(Goal of the exercise) Find every line in the records that holds the string "export". Copy each one.

(Data for this task)
_ _ _ _ _ _ _

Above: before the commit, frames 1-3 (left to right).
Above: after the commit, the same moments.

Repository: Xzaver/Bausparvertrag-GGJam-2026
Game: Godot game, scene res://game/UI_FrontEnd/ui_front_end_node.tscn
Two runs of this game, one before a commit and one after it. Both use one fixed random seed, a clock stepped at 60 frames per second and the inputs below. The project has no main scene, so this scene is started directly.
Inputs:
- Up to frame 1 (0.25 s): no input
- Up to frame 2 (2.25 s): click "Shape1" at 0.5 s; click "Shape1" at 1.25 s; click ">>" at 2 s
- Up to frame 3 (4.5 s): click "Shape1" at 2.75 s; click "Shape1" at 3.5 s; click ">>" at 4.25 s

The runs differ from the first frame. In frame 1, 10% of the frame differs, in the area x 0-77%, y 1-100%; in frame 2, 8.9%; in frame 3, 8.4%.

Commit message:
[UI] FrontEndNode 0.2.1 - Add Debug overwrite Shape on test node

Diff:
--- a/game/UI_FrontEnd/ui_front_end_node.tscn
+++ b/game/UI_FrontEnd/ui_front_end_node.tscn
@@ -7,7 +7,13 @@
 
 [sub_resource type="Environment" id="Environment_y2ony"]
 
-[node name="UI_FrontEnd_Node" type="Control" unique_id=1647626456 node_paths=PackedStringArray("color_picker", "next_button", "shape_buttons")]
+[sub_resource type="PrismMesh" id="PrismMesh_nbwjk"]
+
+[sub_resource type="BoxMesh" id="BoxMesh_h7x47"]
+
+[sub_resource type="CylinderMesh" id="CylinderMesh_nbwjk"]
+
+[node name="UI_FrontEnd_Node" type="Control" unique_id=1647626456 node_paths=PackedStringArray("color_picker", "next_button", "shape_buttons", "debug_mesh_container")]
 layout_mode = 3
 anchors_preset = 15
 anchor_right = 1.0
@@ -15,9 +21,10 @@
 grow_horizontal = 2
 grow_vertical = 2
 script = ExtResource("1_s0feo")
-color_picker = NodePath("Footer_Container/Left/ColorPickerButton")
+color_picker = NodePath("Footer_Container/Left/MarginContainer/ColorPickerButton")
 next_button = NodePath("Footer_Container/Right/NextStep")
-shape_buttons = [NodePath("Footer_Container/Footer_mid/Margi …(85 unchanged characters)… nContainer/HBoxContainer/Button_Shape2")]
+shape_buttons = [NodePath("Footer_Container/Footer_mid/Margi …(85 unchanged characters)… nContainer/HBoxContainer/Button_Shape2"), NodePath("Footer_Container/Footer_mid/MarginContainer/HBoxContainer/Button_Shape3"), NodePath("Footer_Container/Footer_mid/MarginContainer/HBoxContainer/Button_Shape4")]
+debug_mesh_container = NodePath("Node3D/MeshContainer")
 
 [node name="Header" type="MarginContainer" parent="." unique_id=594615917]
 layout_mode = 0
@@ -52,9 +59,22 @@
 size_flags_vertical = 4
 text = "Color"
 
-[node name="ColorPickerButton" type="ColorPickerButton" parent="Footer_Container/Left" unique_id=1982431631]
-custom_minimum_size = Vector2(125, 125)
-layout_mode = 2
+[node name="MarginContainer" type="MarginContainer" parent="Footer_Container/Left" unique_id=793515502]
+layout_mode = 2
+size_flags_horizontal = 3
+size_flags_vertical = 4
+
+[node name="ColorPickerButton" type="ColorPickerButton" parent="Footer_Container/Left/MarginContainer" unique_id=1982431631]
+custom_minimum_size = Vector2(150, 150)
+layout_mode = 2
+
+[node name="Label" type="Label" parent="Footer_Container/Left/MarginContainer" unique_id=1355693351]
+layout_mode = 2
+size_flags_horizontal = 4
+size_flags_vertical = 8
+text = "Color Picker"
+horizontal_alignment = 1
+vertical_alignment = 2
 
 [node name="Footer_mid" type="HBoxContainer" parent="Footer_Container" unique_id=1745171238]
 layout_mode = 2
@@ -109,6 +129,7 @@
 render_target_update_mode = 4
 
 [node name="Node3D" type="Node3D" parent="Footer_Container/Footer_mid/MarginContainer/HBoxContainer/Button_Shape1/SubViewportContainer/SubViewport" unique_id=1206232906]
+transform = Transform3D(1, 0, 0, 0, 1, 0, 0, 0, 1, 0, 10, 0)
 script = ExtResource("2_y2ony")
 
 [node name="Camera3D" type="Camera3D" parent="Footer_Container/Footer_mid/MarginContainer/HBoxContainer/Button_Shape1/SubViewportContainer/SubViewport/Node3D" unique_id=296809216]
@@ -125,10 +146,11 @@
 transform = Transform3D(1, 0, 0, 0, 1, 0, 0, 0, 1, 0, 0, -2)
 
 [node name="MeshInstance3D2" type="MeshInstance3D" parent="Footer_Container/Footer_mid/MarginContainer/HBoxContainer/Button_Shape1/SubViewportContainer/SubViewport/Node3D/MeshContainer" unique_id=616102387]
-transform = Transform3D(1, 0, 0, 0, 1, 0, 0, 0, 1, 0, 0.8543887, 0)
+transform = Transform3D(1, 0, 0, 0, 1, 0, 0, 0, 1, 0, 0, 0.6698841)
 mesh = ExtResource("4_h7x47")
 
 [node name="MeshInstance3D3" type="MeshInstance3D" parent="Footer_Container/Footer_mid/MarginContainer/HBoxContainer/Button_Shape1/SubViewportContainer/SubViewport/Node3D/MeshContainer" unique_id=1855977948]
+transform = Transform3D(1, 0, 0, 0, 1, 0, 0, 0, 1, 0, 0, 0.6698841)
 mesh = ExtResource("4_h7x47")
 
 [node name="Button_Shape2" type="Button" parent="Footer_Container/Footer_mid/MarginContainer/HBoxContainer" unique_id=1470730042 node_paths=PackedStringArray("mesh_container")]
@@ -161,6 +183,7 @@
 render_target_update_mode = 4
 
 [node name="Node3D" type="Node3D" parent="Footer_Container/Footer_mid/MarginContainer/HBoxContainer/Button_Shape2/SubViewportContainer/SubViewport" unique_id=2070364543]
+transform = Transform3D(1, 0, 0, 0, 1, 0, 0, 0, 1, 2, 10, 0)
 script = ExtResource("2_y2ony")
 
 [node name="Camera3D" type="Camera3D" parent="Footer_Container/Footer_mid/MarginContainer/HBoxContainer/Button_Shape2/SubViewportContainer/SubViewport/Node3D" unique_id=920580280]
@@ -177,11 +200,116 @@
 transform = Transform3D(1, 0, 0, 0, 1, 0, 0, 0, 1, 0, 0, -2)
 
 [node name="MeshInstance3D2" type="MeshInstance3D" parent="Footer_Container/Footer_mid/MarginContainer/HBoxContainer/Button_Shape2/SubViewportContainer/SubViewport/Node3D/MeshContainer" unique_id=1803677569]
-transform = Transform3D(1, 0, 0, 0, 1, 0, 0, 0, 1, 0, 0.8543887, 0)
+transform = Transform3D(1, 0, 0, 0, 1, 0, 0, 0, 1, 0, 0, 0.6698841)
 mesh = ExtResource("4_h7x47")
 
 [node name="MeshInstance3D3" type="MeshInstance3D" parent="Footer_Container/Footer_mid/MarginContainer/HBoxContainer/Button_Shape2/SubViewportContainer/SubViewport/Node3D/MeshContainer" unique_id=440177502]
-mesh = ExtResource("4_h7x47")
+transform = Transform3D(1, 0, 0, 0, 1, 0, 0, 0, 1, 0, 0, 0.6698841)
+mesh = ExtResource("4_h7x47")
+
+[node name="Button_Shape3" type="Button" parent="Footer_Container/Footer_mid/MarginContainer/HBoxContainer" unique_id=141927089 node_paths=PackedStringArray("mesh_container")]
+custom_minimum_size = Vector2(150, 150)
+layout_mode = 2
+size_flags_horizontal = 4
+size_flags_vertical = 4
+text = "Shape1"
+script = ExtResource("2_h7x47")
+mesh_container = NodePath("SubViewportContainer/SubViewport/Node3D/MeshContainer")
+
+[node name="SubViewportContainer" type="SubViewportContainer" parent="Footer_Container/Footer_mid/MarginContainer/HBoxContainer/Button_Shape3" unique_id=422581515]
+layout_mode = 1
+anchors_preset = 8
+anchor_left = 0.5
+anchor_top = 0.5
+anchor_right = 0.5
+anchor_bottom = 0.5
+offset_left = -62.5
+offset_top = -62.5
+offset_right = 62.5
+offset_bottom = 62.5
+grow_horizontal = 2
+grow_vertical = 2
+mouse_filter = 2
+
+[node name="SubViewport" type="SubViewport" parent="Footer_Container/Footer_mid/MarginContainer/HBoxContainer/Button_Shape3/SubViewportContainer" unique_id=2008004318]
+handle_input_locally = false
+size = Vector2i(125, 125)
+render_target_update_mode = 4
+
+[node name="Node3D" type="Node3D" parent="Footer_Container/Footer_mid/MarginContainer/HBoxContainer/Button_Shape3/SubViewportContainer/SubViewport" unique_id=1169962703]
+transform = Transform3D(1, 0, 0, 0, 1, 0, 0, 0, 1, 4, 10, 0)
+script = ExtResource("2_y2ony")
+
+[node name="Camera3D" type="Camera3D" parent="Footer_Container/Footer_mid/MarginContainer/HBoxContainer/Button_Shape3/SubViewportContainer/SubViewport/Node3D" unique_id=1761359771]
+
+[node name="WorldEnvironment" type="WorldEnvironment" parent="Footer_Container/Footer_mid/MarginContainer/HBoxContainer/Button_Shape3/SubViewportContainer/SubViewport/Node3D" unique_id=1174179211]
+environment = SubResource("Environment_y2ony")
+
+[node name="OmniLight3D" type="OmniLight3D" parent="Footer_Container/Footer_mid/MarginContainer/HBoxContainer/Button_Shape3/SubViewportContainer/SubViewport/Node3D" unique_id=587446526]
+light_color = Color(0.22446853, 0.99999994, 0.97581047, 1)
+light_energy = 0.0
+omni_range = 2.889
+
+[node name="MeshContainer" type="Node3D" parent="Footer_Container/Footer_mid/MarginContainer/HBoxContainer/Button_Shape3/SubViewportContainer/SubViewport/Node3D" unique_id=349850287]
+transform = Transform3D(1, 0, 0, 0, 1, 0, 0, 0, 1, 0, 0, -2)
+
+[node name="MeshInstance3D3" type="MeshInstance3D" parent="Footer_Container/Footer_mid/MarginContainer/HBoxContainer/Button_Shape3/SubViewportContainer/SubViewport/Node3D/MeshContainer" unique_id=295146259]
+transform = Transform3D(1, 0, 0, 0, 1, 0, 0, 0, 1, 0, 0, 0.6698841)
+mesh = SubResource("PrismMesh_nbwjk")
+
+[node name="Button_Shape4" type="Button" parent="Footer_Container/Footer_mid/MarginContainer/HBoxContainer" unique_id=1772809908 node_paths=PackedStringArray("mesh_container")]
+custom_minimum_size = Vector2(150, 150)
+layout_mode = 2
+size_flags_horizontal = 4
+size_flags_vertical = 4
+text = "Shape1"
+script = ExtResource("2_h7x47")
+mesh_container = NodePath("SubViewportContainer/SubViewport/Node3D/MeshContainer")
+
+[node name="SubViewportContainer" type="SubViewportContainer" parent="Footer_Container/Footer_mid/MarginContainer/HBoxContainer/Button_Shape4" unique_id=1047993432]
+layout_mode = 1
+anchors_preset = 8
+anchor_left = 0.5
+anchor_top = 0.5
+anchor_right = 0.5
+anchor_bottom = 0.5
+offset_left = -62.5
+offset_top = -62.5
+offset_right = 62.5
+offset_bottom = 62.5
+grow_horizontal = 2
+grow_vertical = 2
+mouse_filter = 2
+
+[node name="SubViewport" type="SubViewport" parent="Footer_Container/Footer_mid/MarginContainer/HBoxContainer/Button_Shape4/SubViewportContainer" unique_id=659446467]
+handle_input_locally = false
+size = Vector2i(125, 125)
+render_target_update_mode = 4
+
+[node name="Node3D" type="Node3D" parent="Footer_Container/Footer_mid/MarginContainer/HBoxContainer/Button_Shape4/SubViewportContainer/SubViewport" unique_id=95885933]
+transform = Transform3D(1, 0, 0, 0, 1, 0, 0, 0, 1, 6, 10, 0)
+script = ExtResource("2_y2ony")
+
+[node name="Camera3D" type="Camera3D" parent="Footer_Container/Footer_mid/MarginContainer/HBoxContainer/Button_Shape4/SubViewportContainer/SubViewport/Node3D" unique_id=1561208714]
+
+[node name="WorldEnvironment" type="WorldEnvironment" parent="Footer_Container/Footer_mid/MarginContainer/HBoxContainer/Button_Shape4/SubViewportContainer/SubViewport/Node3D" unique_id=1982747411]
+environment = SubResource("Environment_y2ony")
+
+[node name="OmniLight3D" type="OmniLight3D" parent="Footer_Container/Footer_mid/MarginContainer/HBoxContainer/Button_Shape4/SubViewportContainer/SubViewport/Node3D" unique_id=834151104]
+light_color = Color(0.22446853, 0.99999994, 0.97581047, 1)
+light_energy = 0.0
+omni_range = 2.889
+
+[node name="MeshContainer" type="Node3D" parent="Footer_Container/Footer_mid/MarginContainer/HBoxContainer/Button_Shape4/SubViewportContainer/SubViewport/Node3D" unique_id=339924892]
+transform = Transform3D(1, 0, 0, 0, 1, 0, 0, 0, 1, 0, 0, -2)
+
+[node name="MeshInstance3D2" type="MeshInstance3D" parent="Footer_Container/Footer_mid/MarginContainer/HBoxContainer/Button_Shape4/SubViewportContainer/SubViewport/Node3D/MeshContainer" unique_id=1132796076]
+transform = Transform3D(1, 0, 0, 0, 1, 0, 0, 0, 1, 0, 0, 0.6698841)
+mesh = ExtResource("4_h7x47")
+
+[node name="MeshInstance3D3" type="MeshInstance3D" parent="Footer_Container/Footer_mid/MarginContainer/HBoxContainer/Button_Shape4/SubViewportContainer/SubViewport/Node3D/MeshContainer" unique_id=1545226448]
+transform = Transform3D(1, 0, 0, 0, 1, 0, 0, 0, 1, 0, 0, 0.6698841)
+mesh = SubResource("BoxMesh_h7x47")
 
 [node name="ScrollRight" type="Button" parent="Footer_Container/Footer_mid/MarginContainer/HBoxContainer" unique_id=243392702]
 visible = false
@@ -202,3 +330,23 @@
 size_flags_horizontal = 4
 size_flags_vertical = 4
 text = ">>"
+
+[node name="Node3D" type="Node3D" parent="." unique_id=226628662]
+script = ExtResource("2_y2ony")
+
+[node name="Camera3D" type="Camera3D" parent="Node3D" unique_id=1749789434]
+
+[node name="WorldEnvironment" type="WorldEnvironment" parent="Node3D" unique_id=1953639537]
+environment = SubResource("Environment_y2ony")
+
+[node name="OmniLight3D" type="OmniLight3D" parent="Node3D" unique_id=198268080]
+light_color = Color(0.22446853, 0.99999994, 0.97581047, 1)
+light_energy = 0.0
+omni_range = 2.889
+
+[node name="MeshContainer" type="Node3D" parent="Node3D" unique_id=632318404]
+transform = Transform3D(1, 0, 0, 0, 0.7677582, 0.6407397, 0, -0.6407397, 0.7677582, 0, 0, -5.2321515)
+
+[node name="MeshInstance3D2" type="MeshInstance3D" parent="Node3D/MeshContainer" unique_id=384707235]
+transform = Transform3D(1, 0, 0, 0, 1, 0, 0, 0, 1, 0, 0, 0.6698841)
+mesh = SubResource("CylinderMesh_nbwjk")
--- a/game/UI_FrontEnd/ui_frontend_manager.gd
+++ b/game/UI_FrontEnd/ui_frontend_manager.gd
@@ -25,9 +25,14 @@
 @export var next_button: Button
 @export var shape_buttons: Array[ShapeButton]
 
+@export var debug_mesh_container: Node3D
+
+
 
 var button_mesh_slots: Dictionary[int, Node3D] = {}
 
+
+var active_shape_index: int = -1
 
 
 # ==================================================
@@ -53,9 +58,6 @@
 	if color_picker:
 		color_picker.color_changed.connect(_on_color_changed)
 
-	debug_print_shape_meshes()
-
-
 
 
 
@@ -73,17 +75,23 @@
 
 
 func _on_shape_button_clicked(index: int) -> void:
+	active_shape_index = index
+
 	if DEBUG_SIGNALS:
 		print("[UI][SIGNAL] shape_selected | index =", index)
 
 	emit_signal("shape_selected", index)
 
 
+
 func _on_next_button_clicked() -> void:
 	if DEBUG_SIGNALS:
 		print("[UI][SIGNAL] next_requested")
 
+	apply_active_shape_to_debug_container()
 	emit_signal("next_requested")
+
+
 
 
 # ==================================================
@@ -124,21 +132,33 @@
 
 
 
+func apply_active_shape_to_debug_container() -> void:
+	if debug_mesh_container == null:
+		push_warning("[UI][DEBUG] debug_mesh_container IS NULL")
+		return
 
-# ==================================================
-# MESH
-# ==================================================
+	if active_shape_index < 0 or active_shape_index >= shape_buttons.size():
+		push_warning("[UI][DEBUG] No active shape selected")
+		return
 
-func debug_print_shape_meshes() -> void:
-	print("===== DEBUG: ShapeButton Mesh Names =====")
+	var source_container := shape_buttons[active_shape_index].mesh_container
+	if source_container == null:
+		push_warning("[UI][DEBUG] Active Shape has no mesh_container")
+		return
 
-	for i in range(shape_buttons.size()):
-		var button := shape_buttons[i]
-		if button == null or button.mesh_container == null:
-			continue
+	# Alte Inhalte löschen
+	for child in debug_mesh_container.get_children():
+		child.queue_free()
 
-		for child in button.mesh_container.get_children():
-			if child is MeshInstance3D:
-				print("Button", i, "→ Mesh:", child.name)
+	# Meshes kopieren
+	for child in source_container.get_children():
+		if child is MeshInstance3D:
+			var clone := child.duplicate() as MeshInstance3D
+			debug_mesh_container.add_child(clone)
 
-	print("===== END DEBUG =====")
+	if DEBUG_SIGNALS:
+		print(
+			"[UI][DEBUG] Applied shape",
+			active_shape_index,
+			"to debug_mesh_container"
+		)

_ _ _ _ _ _ _

(Reply)
 @export var next_button: Button
 @export var shape_buttons: Array[ShapeButton]
+@export var debug_mesh_container: Node3D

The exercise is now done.